Anılarınızı okurken, ‘Teyzem’ deki çocuğu, ‘Hayallerim Aşkım ve Sen’deki yazar adayını sizin yaşam öykünüzde bir kez daha hissediyoruz. Bu iki senaryo kadar sizi ya da hassasiyetlerinizi yansıtan işleriniz oldu mu sizce?
Genç yazarların ilk işleri hep otobiyografik olur diye bir inanış vardır. ‘Teyzem’ ilk işim olarak bu inanışı doğrular. ‘Hayallerim, Aşkım ve Sen’ de otobiyografik unsurların ağır bastığı bir hikaye. Ama bu benim gerçekten “kendime ait” saydığım tüm işlerimde var. ‘9’, ‘Ara’ ya da ‘Nar’ gerçek hayatta yaşanmış hiçbir şey içermeseler de yine otobiyografik diyebileceğim işler. Benden, yakından tanıdığım insanlardan, kuşağımın yaşadığı sıkıntılardan çok parça taşıyorlar. Sinemada hep sizden beklenen görevler vardır. Ticari sinemada oyuncu, hikaye, üslup açısından beklentiler, kurallar vardır. Benzer beklentiler “sanat” sinemasında da farklı boyutlarda geçerlidir. Ben bu son üç filmi hiç bir beklentiye seslenmeden, hiçbir formüle sığınmadan “paşa gönlüm nasıl istiyorsa” öyle yazdım ve çektim. Bu yüzden de en “kişisel” filmlerim diyebilirim.
‘Teyzem’ ile yarattığınız etki müthiş olmuş, sonunu yaşamaya doğru ilerleyen sinemaya büyük heyecan getirmişsiniz.

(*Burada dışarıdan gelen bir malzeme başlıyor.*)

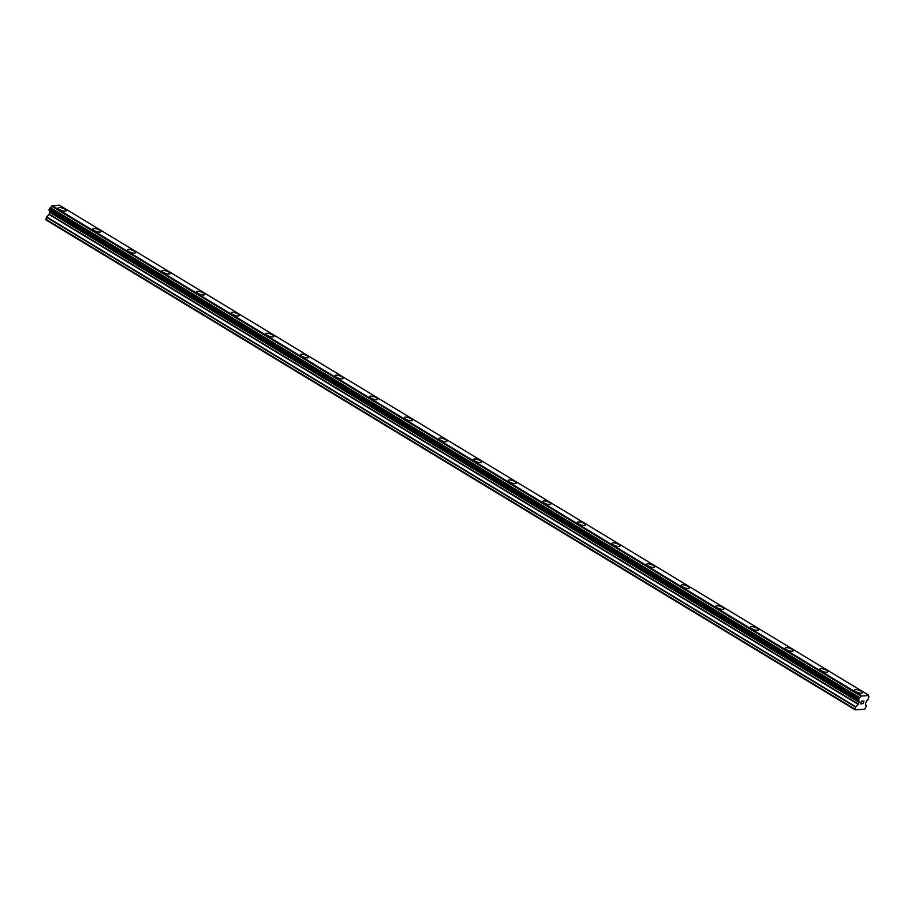 <?xml version="1.0" encoding="UTF-8"?>
<svg xmlns="http://www.w3.org/2000/svg" width="915" height="915" viewBox="0 0 915 915"><rect width="100%" height="100%" fill="white"/><g stroke="black" fill="none" stroke-linecap="round" stroke-linejoin="round"><path stroke-width="1.37" d="M854.347 689.99A4.243 1.292 -161 0 1 856.898 689.658A4.243 1.292 -161 0 1 861.026 691.18A4.243 1.292 -161 0 1 862.376 692.758A4.243 1.292 -161 0 1 859.837 693.09A4.243 1.292 -161 0 1 855.697 691.568A4.243 1.292 -161 0 1 854.347 689.99A4.243 1.292 -161 0 1 856.898 689.647A4.243 1.292 -161 0 1 861.038 691.18A4.243 1.292 -161 0 1 862.376 692.758M819.737 669.037A4.243 1.292 -161 0 1 822.288 668.705A4.243 1.292 -161 0 1 826.417 670.226A4.243 1.292 -161 0 1 827.766 671.793A4.243 1.292 -161 0 1 825.216 672.136A4.243 1.292 -161 0 1 821.087 670.604A4.243 1.292 -161 0 1 819.737 669.025A4.243 1.292 -161 0 1 822.276 668.693A4.243 1.292 -161 0 1 826.417 670.215A4.243 1.292 -161 0 1 827.766 671.793M785.116 648.072A4.243 1.292 -161 0 1 787.666 647.74A4.243 1.292 -161 0 1 791.795 649.261A4.243 1.292 -161 0 1 793.145 650.839A4.243 1.292 -161 0 1 790.606 651.171A4.243 1.292 -161 0 1 786.465 649.65A4.243 1.292 -161 0 1 785.116 648.072A4.243 1.292 -161 0 1 787.666 647.74A4.243 1.292 -161 0 1 791.795 649.261A4.243 1.292 -161 0 1 793.145 650.839M750.506 627.118A4.243 1.292 -161 0 1 753.045 626.786A4.243 1.292 -161 0 1 757.185 628.308A4.243 1.292 -161 0 1 758.535 629.886A4.243 1.292 -161 0 1 755.984 630.218A4.243 1.292 -161 0 1 751.844 628.697A4.243 1.292 -161 0 1 750.506 627.118A4.243 1.292 -161 0 1 753.045 626.775A4.243 1.292 -161 0 1 757.185 628.308A4.243 1.292 -161 0 1 758.535 629.875M715.885 606.165A4.243 1.292 -161 0 1 718.435 605.822A4.243 1.292 -161 0 1 722.564 607.354A4.243 1.292 -161 0 1 723.914 608.921A4.243 1.292 -161 0 1 721.363 609.253A4.243 1.292 -161 0 1 717.234 607.732A4.243 1.292 -161 0 1 715.885 606.153A4.243 1.292 -161 0 1 718.435 605.822A4.243 1.292 -161 0 1 722.564 607.343A4.243 1.292 -161 0 1 723.914 608.921M681.263 585.2A4.243 1.292 -161 0 1 683.814 584.868A4.243 1.292 -161 0 1 687.954 586.389A4.243 1.292 -161 0 1 689.292 587.968A4.243 1.292 -161 0 1 686.753 588.299A4.243 1.292 -161 0 1 682.613 586.778A4.243 1.292 -161 0 1 681.263 585.2A4.243 1.292 -161 0 1 683.814 584.857A4.243 1.292 -161 0 1 687.954 586.389A4.243 1.292 -161 0 1 689.292 587.968M646.653 564.246A4.243 1.292 -161 0 1 649.204 563.915A4.243 1.292 -161 0 1 653.333 565.436A4.243 1.292 -161 0 1 654.683 567.003A4.243 1.292 -161 0 1 652.132 567.346A4.243 1.292 -161 0 1 648.003 565.813A4.243 1.292 -161 0 1 646.653 564.235A4.243 1.292 -161 0 1 649.204 563.903A4.243 1.292 -161 0 1 653.333 565.424A4.243 1.292 -161 0 1 654.683 567.003M612.032 543.281A4.243 1.292 -161 0 1 614.583 542.95A4.243 1.292 -161 0 1 618.712 544.471A4.243 1.292 -161 0 1 620.061 546.049A4.243 1.292 -161 0 1 617.522 546.381A4.243 1.292 -161 0 1 613.382 544.86A4.243 1.292 -161 0 1 612.032 543.281A4.243 1.292 -161 0 1 614.583 542.95A4.243 1.292 -161 0 1 618.723 544.471A4.243 1.292 -161 0 1 620.061 546.049M577.422 522.328A4.243 1.292 -161 0 1 579.973 521.996A4.243 1.292 -161 0 1 584.102 523.517A4.243 1.292 -161 0 1 585.451 525.096A4.243 1.292 -161 0 1 582.901 525.427A4.243 1.292 -161 0 1 578.76 523.906A4.243 1.292 -161 0 1 577.422 522.328A4.243 1.292 -161 0 1 579.961 521.985A4.243 1.292 -161 0 1 584.102 523.517A4.243 1.292 -161 0 1 585.451 525.084M542.801 501.374A4.243 1.292 -161 0 1 545.351 501.031A4.243 1.292 -161 0 1 549.48 502.564A4.243 1.292 -161 0 1 550.83 504.131A4.243 1.292 -161 0 1 548.279 504.462A4.243 1.292 -161 0 1 544.15 502.941A4.243 1.292 -161 0 1 542.801 501.363A4.243 1.292 -161 0 1 545.351 501.031A4.243 1.292 -161 0 1 549.48 502.552A4.243 1.292 -161 0 1 550.83 504.131M508.18 480.409A4.243 1.292 -161 0 1 510.73 480.078A4.243 1.292 -161 0 1 514.87 481.599A4.243 1.292 -161 0 1 516.209 483.177A4.243 1.292 -161 0 1 513.67 483.509A4.243 1.292 -161 0 1 509.529 481.988A4.243 1.292 -161 0 1 508.191 480.409A4.243 1.292 -161 0 1 510.73 480.078A4.243 1.292 -161 0 1 514.87 481.599A4.243 1.292 -161 0 1 516.22 483.177M473.57 459.456A4.243 1.292 -161 0 1 476.12 459.124A4.243 1.292 -161 0 1 480.249 460.645A4.243 1.292 -161 0 1 481.599 462.212A4.243 1.292 -161 0 1 479.048 462.555A4.243 1.292 -161 0 1 474.919 461.023A4.243 1.292 -161 0 1 473.57 459.456A4.243 1.292 -161 0 1 476.12 459.113A4.243 1.292 -161 0 1 480.249 460.634A4.243 1.292 -161 0 1 481.599 462.212M438.948 438.491A4.243 1.292 -161 0 1 441.499 438.159A4.243 1.292 -161 0 1 445.639 439.68A4.243 1.292 -161 0 1 446.978 441.259A4.243 1.292 -161 0 1 444.438 441.59A4.243 1.292 -161 0 1 440.298 440.069A4.243 1.292 -161 0 1 438.948 438.491A4.243 1.292 -161 0 1 441.499 438.159A4.243 1.292 -161 0 1 445.639 439.68A4.243 1.292 -161 0 1 446.978 441.259M404.339 417.537A4.243 1.292 -161 0 1 406.878 417.194A4.243 1.292 -161 0 1 411.018 418.727A4.243 1.292 -161 0 1 412.368 420.294A4.243 1.292 -161 0 1 409.817 420.637A4.243 1.292 -161 0 1 405.688 419.116A4.243 1.292 -161 0 1 404.339 417.537A4.243 1.292 -161 0 1 406.889 417.206A4.243 1.292 -161 0 1 411.018 418.727A4.243 1.292 -161 0 1 412.368 420.305M369.717 396.584A4.243 1.292 -161 0 1 372.268 396.241A4.243 1.292 -161 0 1 376.397 397.773A4.243 1.292 -161 0 1 377.746 399.34A4.243 1.292 -161 0 1 375.207 399.672A4.243 1.292 -161 0 1 371.067 398.151A4.243 1.292 -161 0 1 369.717 396.572A4.243 1.292 -161 0 1 372.268 396.241A4.243 1.292 -161 0 1 376.408 397.762A4.243 1.292 -161 0 1 377.746 399.34M335.107 375.619A4.243 1.292 -161 0 1 337.658 375.287A4.243 1.292 -161 0 1 341.787 376.808A4.243 1.292 -161 0 1 343.136 378.387A4.243 1.292 -161 0 1 340.586 378.719A4.243 1.292 -161 0 1 336.446 377.197A4.243 1.292 -161 0 1 335.107 375.619A4.243 1.292 -161 0 1 337.646 375.287A4.243 1.292 -161 0 1 341.787 376.808A4.243 1.292 -161 0 1 343.136 378.387M300.486 354.665A4.243 1.292 -161 0 1 303.037 354.334A4.243 1.292 -161 0 1 307.166 355.855A4.243 1.292 -161 0 1 308.515 357.422A4.243 1.292 -161 0 1 305.965 357.765A4.243 1.292 -161 0 1 301.836 356.232A4.243 1.292 -161 0 1 300.486 354.665A4.243 1.292 -161 0 1 303.037 354.322A4.243 1.292 -161 0 1 307.166 355.844A4.243 1.292 -161 0 1 308.515 357.422M265.876 333.7A4.243 1.292 -161 0 1 268.415 333.369A4.243 1.292 -161 0 1 272.556 334.89A4.243 1.292 -161 0 1 273.905 336.468A4.243 1.292 -161 0 1 271.355 336.8A4.243 1.292 -161 0 1 267.214 335.279A4.243 1.292 -161 0 1 265.876 333.7A4.243 1.292 -161 0 1 268.415 333.369A4.243 1.292 -161 0 1 272.556 334.89A4.243 1.292 -161 0 1 273.894 336.468M231.255 312.747A4.243 1.292 -161 0 1 233.805 312.415A4.243 1.292 -161 0 1 237.934 313.937A4.243 1.292 -161 0 1 239.284 315.515A4.243 1.292 -161 0 1 236.733 315.847A4.243 1.292 -161 0 1 232.604 314.325A4.243 1.292 -161 0 1 231.255 312.747A4.243 1.292 -161 0 1 233.805 312.404A4.243 1.292 -161 0 1 237.934 313.937A4.243 1.292 -161 0 1 239.284 315.503M196.633 291.793A4.243 1.292 -161 0 1 199.184 291.45A4.243 1.292 -161 0 1 203.313 292.983A4.243 1.292 -161 0 1 204.663 294.55A4.243 1.292 -161 0 1 202.124 294.882A4.243 1.292 -161 0 1 197.983 293.36A4.243 1.292 -161 0 1 196.633 291.782A4.243 1.292 -161 0 1 199.184 291.45A4.243 1.292 -161 0 1 203.324 292.972A4.243 1.292 -161 0 1 204.663 294.55M162.024 270.829A4.243 1.292 -161 0 1 164.574 270.497A4.243 1.292 -161 0 1 168.703 272.018A4.243 1.292 -161 0 1 170.053 273.596A4.243 1.292 -161 0 1 167.502 273.928A4.243 1.292 -161 0 1 163.362 272.407A4.243 1.292 -161 0 1 162.024 270.829A4.243 1.292 -161 0 1 164.563 270.497A4.243 1.292 -161 0 1 168.703 272.018A4.243 1.292 -161 0 1 170.053 273.596M127.402 249.875A4.243 1.292 -161 0 1 129.953 249.543A4.243 1.292 -161 0 1 134.082 251.065A4.243 1.292 -161 0 1 135.431 252.632A4.243 1.292 -161 0 1 132.892 252.975A4.243 1.292 -161 0 1 128.752 251.442A4.243 1.292 -161 0 1 127.402 249.875A4.243 1.292 -161 0 1 129.953 249.532A4.243 1.292 -161 0 1 134.082 251.053A4.243 1.292 -161 0 1 135.431 252.632M92.792 228.91A4.243 1.292 -161 0 1 95.332 228.578A4.243 1.292 -161 0 1 99.472 230.1A4.243 1.292 -161 0 1 100.822 231.678A4.243 1.292 -161 0 1 98.271 232.01A4.243 1.292 -161 0 1 94.131 230.489A4.243 1.292 -161 0 1 92.792 228.91A4.243 1.292 -161 0 1 95.332 228.578A4.243 1.292 -161 0 1 99.472 230.1A4.243 1.292 -161 0 1 100.822 231.678M58.171 207.957A4.243 1.292 -161 0 1 60.722 207.625A4.243 1.292 -161 0 1 64.851 209.146A4.243 1.292 -161 0 1 66.2 210.725A4.243 1.292 -161 0 1 63.65 211.056A4.243 1.292 -161 0 1 59.521 209.535A4.243 1.292 -161 0 1 58.171 207.957A4.243 1.292 -161 0 1 60.722 207.614A4.243 1.292 -161 0 1 64.851 209.146A4.243 1.292 -161 0 1 66.2 210.713M49.719 210.793A1.693 0.938 121.2 0 1 49.787 211.8L49.033 214.465L46.425 217.21L46.036 219.955L855.205 709.857L855.594 707.101L858.396 704.047L858.945 701.691A1.693 0.938 121.2 0 0 858.693 700.513A1.693 0.938 121.2 0 0 858.476 700.444L859.494 697.493A1.693 0.938 121.2 0 0 860.866 696.121L868.472 695.56A1.693 0.938 121.2 0 0 868.724 696.738A1.693 0.938 121.2 0 0 868.941 696.807L867.935 699.758A1.693 0.938 121.2 0 0 866.562 701.13L865.476 703.532L866.265 706.323L864.732 709.159L855.205 709.857M49.216 210.461L858.167 699.792M868.415 695.045L59.258 205.143L51.698 206.23A1.693 0.938 121.2 0 1 50.336 207.602L49.01 209.901M861.495 701.302L861.118 702.411L861.495 701.29L862.49 701.222L861.495 701.302M861.049 702.594L860.672 703.715L861.049 702.594M860.672 703.715L861.667 703.635L860.66 703.704M860.466 703.898L861.598 703.818L860.477 703.91L861.438 701.119L862.559 701.039M863.2 701.702L863.943 700.947L862.982 703.726L863.943 700.936M862.982 703.726L863.691 701.313L862.982 703.726M45.75 219.177L854.907 709.079M49.822 211.971L858.979 701.874M49.787 211.8L858.945 701.691M51.698 206.23L860.866 696.121M52.132 205.669L861.301 695.56M46.425 217.21L855.594 707.101M46.619 216.889L855.788 706.792M49.033 214.465L858.19 704.356M49.227 214.144L858.396 704.047M49.833 212.383L859.002 702.274M49.856 212.074L859.013 701.977M49.021 209.672L858.19 699.563M49.399 208.574L858.567 698.465M49.547 208.334L858.716 698.225M50.176 207.705L859.334 697.596M50.336 207.602L859.494 697.493M51.869 205.944L861.026 695.835M49.273 210.53L858.43 700.421"/></g></svg>

Aslında pek öyle olmadı. ‘Teyzem’ ilk çıktığında gişede ortalama bir iş yaptı, Fatih Özgüven ve İbrahim Altınsay dışında tüm eleştirmenler tarafından yerin dibine batırıldı. Hiç bir festivalde ödül almadı. Ama etkisini yıllar içinde gösterdi. Yıllar içinde video ve TV’de izleyen bir kuşak tarafından “kült film” haline getirildi. Yıllar içinde yarattığı kalıcı etki, sonrasında yaptığım tüm işleri eleştirel gözle değerlendirmemi ve “asıl olan”a, “samimiyet”e yeniden yönelmemi sağladı. ‘9’ benim için ‘Teyzem’deki samimiyeti yönetmen olarak yeniden yakalama gayretiydi. “Samimiyet” bugünlerde kirletilmiş, şaka konusu edilen eski moda bir laf. Ama bence bir sanatçı için olmazsa olmaz bir kavram.
Yeşilçam’ın bitmeye başladığı yıllara yetişmenize rağmen, bütün kurucu yönetmenleriyle çalıştınız. Atıf Yılmaz, Halit Refiğ, Ertem Eğilmez gibi efsanelerle çalışabildiniz. Sizin hikayenizi en etkileyici kılan da bence bu; böyle bir geleneğe yetiştiniz, ticari sinemaya ‘yıldız bir senarist’ olarak katıldınız ama buradan, belki de olabilecek en kişisel sinemayla çıktınız. O zamanlarda aklınızdaki, gönlünüzdeki bu muydu?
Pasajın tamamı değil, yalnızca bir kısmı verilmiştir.